If NFC is being pushed to the sidelines by some merchants, it may be because they are devoting their attention to other upgrades that become available when purchasing an EMV terminal, according to John Shlonsky, senior executive vice president and president of merchant services at Total System Services Inc., during the processor's analyst day in May.

"In each vertical it's slightly different and their needs are slightly different," he said. "Some want to be pulled out of PCI compliance, some are using a pure terminal solution and our job is really to build an agnostic platform."

A small business that's upgrading to EMV may favor inventory management over NFC, he said. "It's really going to be dictated by the vertical-specific merchant need."

The decisions around which non-EMV technologies to support come down to economics.

"It's not a capability issue. Sometimes merchants will turn off capabilities when they won't lose transactions by doing so, and they might pay a little less in interchange then," Olynick said.

In certain circumstances, mobile payments are characterized as card-not-present payments which come with a higher interchange rate because they are assumed to be riskier. Olynick has been to several merchants whose terminals appear with the contactless logo but the terminal has, in fact, not been set up to accept those types of payments.

Until interchange rates are readjusted to match technological advances in payments in the U.S., merchants will continue to steer consumers to lower cost payment methods. Many have argued in favor of a cardholder-present fee for mobile wallets, where the consumer is present even though the plastic card may not be.

There interchange rate conflicts are highlighted by Walmart's recent lawsuit against Visa. Because Visa promoted chip-and-signature authentication as an alternative to PIN, Walmart claims the card network is forcing the company to route EMV transactions to Visa rather than alternative and less costly PIN debit networks. Chip-and-signature transaction fees typically run a few basis points higher than chip-and-PIN transactions to reflect the higher risk of not using a PIN.

"For a merchant as big as Walmart, a couple basis points from billions and billions of dollars in transactions means you're talking about real money," Olynick said.

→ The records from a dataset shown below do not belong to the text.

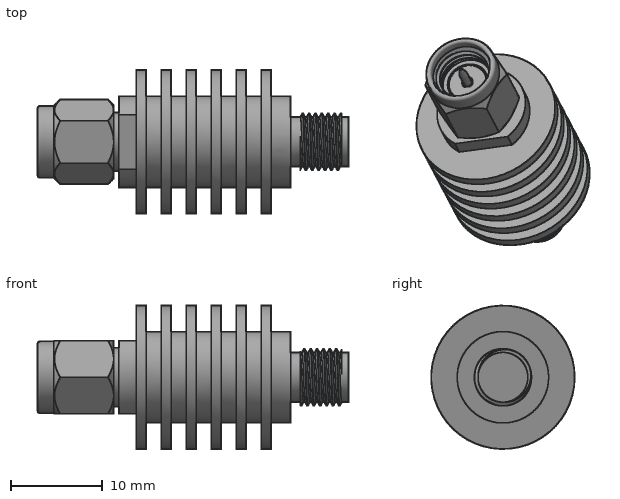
import cadquery as cq
import math


nut_start = 1.8
nut_end = 8.33
body_start = 8.9
body_end = 27.68
overall_length = 34.0

body_radius = 5.0
fin_radius = 7.85
fin_count = 6
fin_start = 10.78
fin_end = 25.55
fin_thickness = 1.1
fin_pitch = (fin_end - fin_start - fin_thickness) / (fin_count - 1)
body_plug_radius = 0.68
body_plug_depth = 0.68
body_plug_x = 26.42

hex_across_flats = 8.02
collar_radius = 3.95
collar_round = 0.35
nut_rear_radius = hex_across_flats / 2
neck_radius = 3.23

bore_radius = 2.75
bore_depth = 3.0
entry_radius = 3.3
entry_depth = 0.95
entry_round = 0.27
ring_gap_depth = 0.17
insulator_radius = 2.1
insulator_gap = 0.15

pin_radius = 0.45
pin_tip_radius = 0.15
pin_tip_x = 0.07
pin_cone_end = 1.22
pin_gap = 0.17

pitches_counted = 6
counted_length = 4.18
thread_pitch = counted_length / pitches_counted
thread_crest_width = 0.07
thread_overlap = 0.07
thread_lead_in = 0.58

jack_radius = 2.72
jack_crest_radius = 3.13
jack_base_width = 0.58
jack_thread_start = 28.7
jack_thread_end = 33.25

nut_groove_radius = 3.2
nut_base_width = 0.65
nut_thread_start = 1.02
nut_thread_end = 2.95


def rod(start, end, radius):
    """Solid cylinder on the X axis."""
    return cq.Workplane("YZ", origin=(start, 0, 0)).circle(radius).extrude(end - start)


def ring(start, end, inner_radius, outer_radius):
    """Tube on the X axis."""
    return rod(start, end, outer_radius).cut(rod(start, end, inner_radius))


def revolve_profile(points):
    """Solid turned about the X axis from (x, radius) points."""
    return cq.Workplane("XY").polyline(points).close().revolve(360, (0, 0, 0), (1, 0, 0))


def thread_ridge(start, end, root_radius, crest_radius, base_width):
    """Helical ridge on the X axis, trimmed square at both ends."""
    helix_length = end - start + 2 * thread_lead_in
    helix = cq.Wire.makeHelix(thread_pitch, helix_length, root_radius)
    base_radius = root_radius - thread_overlap
    half_base = base_width / 2
    half_crest = thread_crest_width / 2
    section = [
        (base_radius, -half_base),
        (crest_radius, -half_crest),
        (crest_radius, half_crest),
        (base_radius, half_base),
    ]
    ridge = cq.Workplane("XZ").polyline(section).close().sweep(cq.Workplane(helix), isFrenet=True)
    ridge = ridge.rotate((0, 0, 0), (0, 1, 0), 90).translate((start - thread_lead_in, 0, 0))
    return ridge.intersect(rod(start, end, 2 * crest_radius), clean=False)


def finned_body():
    front = rod(body_start, fin_start, body_radius)
    wrench_flats = cq.Workplane("XY").box(2 * overall_length, 2 * body_radius, hex_across_flats)
    body = front.intersect(wrench_flats).union(rod(fin_start, body_end, body_radius))
    for index in range(fin_count):
        start = fin_start + index * fin_pitch
        body = body.union(rod(start, start + fin_thickness, fin_radius))
    return body


def hex_nut():
    corner_radius = hex_across_flats / math.sqrt(3)
    prism = (
        cq.Workplane("YZ", origin=(nut_start, 0, 0))
        .polygon(6, 2 * corner_radius)
        .extrude(nut_end - nut_start)
    )
    envelope = revolve_profile([
        (nut_start, 0),
        (nut_start, collar_radius),
        (nut_start + corner_radius - collar_radius, corner_radius),
        (nut_end - corner_radius + nut_rear_radius, corner_radius),
        (nut_end, nut_rear_radius),
        (nut_end, 0),
    ])
    collar = rod(0, nut_start, collar_radius).faces("<X").edges().fillet(collar_round)
    return prism.intersect(envelope).union(collar)


def plug_cavity():
    """Stepped bore with its internal thread and the thin gaps in its floor."""
    cone_end = entry_depth + entry_radius - bore_radius
    entry = (
        cq.Workplane("XY")
        .lineTo(0, entry_radius + entry_round)
        .radiusArc((entry_round, entry_radius), -entry_round)
        .lineTo(entry_depth, entry_radius)
        .lineTo(cone_end, bore_radius)
        .lineTo(cone_end, 0)
        .close()
        .revolve(360, (0, 0, 0), (1, 0, 0))
    )
    thread = thread_ridge(
        nut_thread_start, nut_thread_end, bore_radius, nut_groove_radius, nut_base_width
    )
    gap_end = bore_depth + ring_gap_depth
    insulator_ring = ring(bore_depth, gap_end, insulator_radius, insulator_radius + insulator_gap)
    pin_ring = ring(bore_depth, gap_end, pin_radius, pin_radius + pin_gap)
    bore = rod(0, bore_depth, bore_radius)
    cavity = bore.union(entry).union(thread, clean=False)
    return cavity.union(insulator_ring, clean=False).union(pin_ring, clean=False)


def centre_pin():
    pin_root = bore_depth + ring_gap_depth
    return revolve_profile([
        (pin_tip_x, 0),
        (pin_tip_x, pin_tip_radius),
        (pin_cone_end, pin_radius),
        (pin_root, pin_radius),
        (pin_root, 0),
    ])


def threaded_jack():
    thread = thread_ridge(
        jack_thread_start, jack_thread_end, jack_radius, jack_crest_radius, jack_base_width
    )
    return rod(body_end, overall_length, jack_radius).union(thread, clean=False)


plug = hex_nut().union(rod(nut_end, body_start, neck_radius)).union(finned_body())
bored = plug.cut(plug_cavity(), clean=False).union(centre_pin(), clean=False)
attenuator = bored.union(threaded_jack(), clean=False)

plug_hole = (
    cq.Workplane("XY", origin=(body_plug_x, 0, body_radius - body_plug_depth))
    .circle(body_plug_radius)
    .extrude(2 * body_plug_depth)
)
flush_plug = plug_hole.intersect(rod(fin_start, body_end, body_radius))
result = attenuator.cut(plug_hole, clean=False).union(flush_plug, clean=False)

Some industry experts say contactless mobile payments should be even cheaper than card payments since the mobile device is more heavily authenticated (with fingerprint readers, for example) than cards.

These inquests are likely to shake out over the next few years.

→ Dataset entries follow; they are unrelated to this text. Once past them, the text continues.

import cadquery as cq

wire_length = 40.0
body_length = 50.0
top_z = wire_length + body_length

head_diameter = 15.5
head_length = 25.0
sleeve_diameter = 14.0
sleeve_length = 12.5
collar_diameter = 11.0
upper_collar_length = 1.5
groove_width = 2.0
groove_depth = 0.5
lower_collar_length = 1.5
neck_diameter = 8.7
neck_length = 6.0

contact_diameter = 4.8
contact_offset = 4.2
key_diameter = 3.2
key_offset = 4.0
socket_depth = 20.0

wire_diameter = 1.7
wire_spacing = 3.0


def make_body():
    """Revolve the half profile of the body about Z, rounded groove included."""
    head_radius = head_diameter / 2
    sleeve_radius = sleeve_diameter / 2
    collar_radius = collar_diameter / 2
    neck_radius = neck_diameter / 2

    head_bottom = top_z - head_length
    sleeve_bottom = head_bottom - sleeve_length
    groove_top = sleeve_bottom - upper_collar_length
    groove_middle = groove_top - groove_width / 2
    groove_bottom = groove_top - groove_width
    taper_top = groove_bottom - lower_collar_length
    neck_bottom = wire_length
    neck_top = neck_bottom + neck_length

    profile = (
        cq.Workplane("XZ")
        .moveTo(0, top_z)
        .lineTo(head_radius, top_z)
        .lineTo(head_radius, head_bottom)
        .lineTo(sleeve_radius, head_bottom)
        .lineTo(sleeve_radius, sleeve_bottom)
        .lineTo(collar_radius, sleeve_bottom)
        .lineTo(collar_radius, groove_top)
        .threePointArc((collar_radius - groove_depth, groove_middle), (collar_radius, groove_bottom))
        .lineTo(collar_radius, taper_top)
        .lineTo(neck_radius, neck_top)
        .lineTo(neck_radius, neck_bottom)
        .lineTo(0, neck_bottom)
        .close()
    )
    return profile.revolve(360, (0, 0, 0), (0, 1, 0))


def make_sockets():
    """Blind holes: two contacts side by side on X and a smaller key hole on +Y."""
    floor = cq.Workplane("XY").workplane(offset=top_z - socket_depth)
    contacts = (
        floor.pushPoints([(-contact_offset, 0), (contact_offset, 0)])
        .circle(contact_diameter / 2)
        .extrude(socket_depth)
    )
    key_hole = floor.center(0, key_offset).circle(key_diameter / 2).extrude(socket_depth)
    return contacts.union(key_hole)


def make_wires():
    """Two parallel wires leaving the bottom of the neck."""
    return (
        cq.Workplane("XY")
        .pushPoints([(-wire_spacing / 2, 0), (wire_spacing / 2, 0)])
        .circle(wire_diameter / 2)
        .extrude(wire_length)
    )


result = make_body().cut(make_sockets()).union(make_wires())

But until then, merchants "have to balance usability by customers with paying the least interchange they can, optimizing the revenue on the front end," Olynick said. "It's a very complex question: What's the best combination of capabilities right now?"

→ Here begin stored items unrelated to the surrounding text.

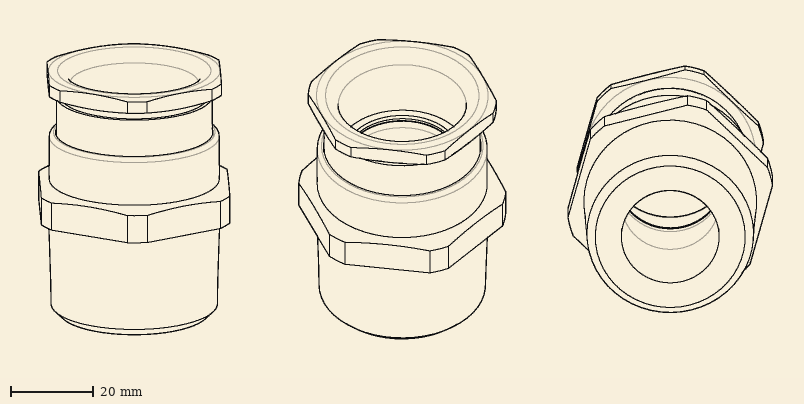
import cadquery as cq
import math

TOTAL_HEIGHT = 61.75
LEAD_CHAMFER_HEIGHT = 2.05
HEX_BOTTOM = 25.9
HEX_TOP = 34.0
COLLAR_TOP = 46.0
NUT_BOTTOM = 43.15
SOCKET_FLOOR = 43.0
TAPER_TOP = 40.95
TAPER_BOTTOM = 24.7
NECK_BOTTOM = 55.25
NUT_HEX_BOTTOM = 57.75

HEX_BEVEL = math.tan(math.radians(15))

LIP_RADIUS = 13.0

HEX_FLATS = 46.0
HEX_CORNER_RADIUS = 50.6 / 2
COLLAR_RADIUS = 20.75
COLLAR_ROUND = 1.05
THREAD_TOP_RADIUS = 21.05
THREAD_TAPER = 1 / 32
OUTLET_RADIUS = 11.9

NUT_HEX_FLATS = 42.0
NUT_HEX_CORNER_RADIUS = 23.0
NUT_FACE_RADIUS = 20.95
NECK_RADIUS = 18.05
SHANK_RADIUS = 19.0
SHANK_CLEARANCE = 0.2
NUT_BORE_RADIUS = 15.6
MOUTH_ROUND = 3.1
LIP_TOP = 44.35
LIP_CHAMFER = 0.55


def revolve_about_z(profile):
    """Revolve a closed (radius, height) outline about the Z axis."""
    return profile.close().revolve(360, (0, 0, 0), (0, 1, 0))


def hexagon(flats, corner_radius, face_radius, bottom, top, bevel_bottom):
    """Hexagon with flats facing +X and -X, turned corners and 15 degree bevelled faces."""
    prism = (
        cq.Workplane("XY", origin=(0, 0, bottom))
        .polygon(6, flats, circumscribed=True)
        .extrude(top - bottom)
    )
    bevel_drop = (corner_radius - face_radius) * HEX_BEVEL
    turned = cq.Workplane("XZ").moveTo(0, bottom)
    if bevel_bottom:
        turned = turned.lineTo(face_radius, bottom).lineTo(corner_radius, bottom + bevel_drop)
    else:
        turned = turned.lineTo(corner_radius, bottom)
    turned = turned.lineTo(corner_radius, top - bevel_drop).lineTo(face_radius, top).lineTo(0, top)
    return prism.intersect(revolve_about_z(turned))


def make_housing():
    """Hexagon body with a tapered thread below, a round collar above and a narrowing bore."""
    thread_end_radius = THREAD_TOP_RADIUS - THREAD_TAPER * (HEX_BOTTOM - LEAD_CHAMFER_HEIGHT)
    thread = revolve_about_z(
        cq.Workplane("XZ")
        .lineTo(thread_end_radius - LEAD_CHAMFER_HEIGHT, 0)
        .lineTo(thread_end_radius, LEAD_CHAMFER_HEIGHT)
        .lineTo(THREAD_TOP_RADIUS, HEX_BOTTOM)
        .lineTo(0, HEX_BOTTOM)
    )
    body_hexagon = hexagon(
        HEX_FLATS, HEX_CORNER_RADIUS, COLLAR_RADIUS, HEX_BOTTOM, HEX_TOP, bevel_bottom=False
    )
    collar = (
        cq.Workplane("XY", origin=(0, 0, HEX_TOP))
        .circle(COLLAR_RADIUS)
        .extrude(COLLAR_TOP - HEX_TOP)
        .faces(">Z")
        .edges()
        .fillet(COLLAR_ROUND)
    )
    socket_radius = SHANK_RADIUS + SHANK_CLEARANCE
    bore = revolve_about_z(
        cq.Workplane("XZ")
        .lineTo(OUTLET_RADIUS, 0)
        .lineTo(OUTLET_RADIUS, TAPER_BOTTOM)
        .lineTo(LIP_RADIUS, TAPER_TOP)
        .lineTo(LIP_RADIUS, SOCKET_FLOOR)
        .lineTo(socket_radius, SOCKET_FLOOR)
        .lineTo(socket_radius, COLLAR_TOP)
        .lineTo(0, COLLAR_TOP)
    )
    return thread.union(body_hexagon).union(collar).cut(bore)


def make_gland_nut():
    """Thin hexagon on a necked shank, with a rounded mouth and an inner lip at its lower end."""
    shank = revolve_about_z(
        cq.Workplane("XZ")
        .moveTo(0, NUT_BOTTOM)
        .lineTo(SHANK_RADIUS, NUT_BOTTOM)
        .lineTo(SHANK_RADIUS, NECK_BOTTOM)
        .lineTo(NECK_RADIUS, NECK_BOTTOM)
        .lineTo(NECK_RADIUS, NUT_HEX_BOTTOM)
        .lineTo(0, NUT_HEX_BOTTOM)
    )
    nut_hexagon = hexagon(
        NUT_HEX_FLATS,
        NUT_HEX_CORNER_RADIUS,
        NUT_FACE_RADIUS,
        NUT_HEX_BOTTOM,
        TOTAL_HEIGHT,
        bevel_bottom=True,
    )
    bore = revolve_about_z(
        cq.Workplane("XZ")
        .moveTo(0, NUT_BOTTOM)
        .lineTo(LIP_RADIUS, NUT_BOTTOM)
        .lineTo(LIP_RADIUS, LIP_TOP - LIP_CHAMFER)
        .lineTo(LIP_RADIUS + LIP_CHAMFER, LIP_TOP)
        .lineTo(NUT_BORE_RADIUS, LIP_TOP)
        .lineTo(NUT_BORE_RADIUS, TOTAL_HEIGHT - MOUTH_ROUND)
        .radiusArc((NUT_BORE_RADIUS + MOUTH_ROUND, TOTAL_HEIGHT), MOUTH_ROUND)
        .lineTo(0, TOTAL_HEIGHT)
    )
    return shank.union(nut_hexagon).cut(bore)


housing = make_housing()
gland_nut = make_gland_nut()

result = cq.Compound.makeCompound([housing.val(), gland_nut.val()])

And since both contactless card and mobile payment usage hasn't taken off in the U.S. like many expected, merchants aren't as worried about supporting NFC payments or marketing the capability to shoppers.

But EMV will continue to be of great concern.

According to Julie Conroy, research director of Aite Group's retail banking practice, the U.S. market will see more than $4 billion in counterfeit fraud this year. One grocery store has seen $10,000 in counterfeit fraud a month and she says that's indicative of many other merchants yet to be EMV certified.

Fraud rates won't decrease until a higher portion of transactions involve both a chip-enabled card and a chip-enabled terminal. Currently about 20% of credit transactions and 10% of debit transactions are chip-on-chip, Conroy said.

The U.S., as the last G-20 country to migrate to EMV, had a whole host of peers it could study and learn from, including those that updated without threatening NFC. But that hasn't seemed to help, Conroy said.

"Part of the challenge is that [the U.S.] is far and away the largest and most complex and most fragmented card market that's ever gone to EMV," she said. "But where we could have benefitted was with the fraud migration; we've seen these types of fraud go up everywhere that's migrated and we weren't prepared here for those similar migrations."

Daniel Wolfe contributed reporting to this story.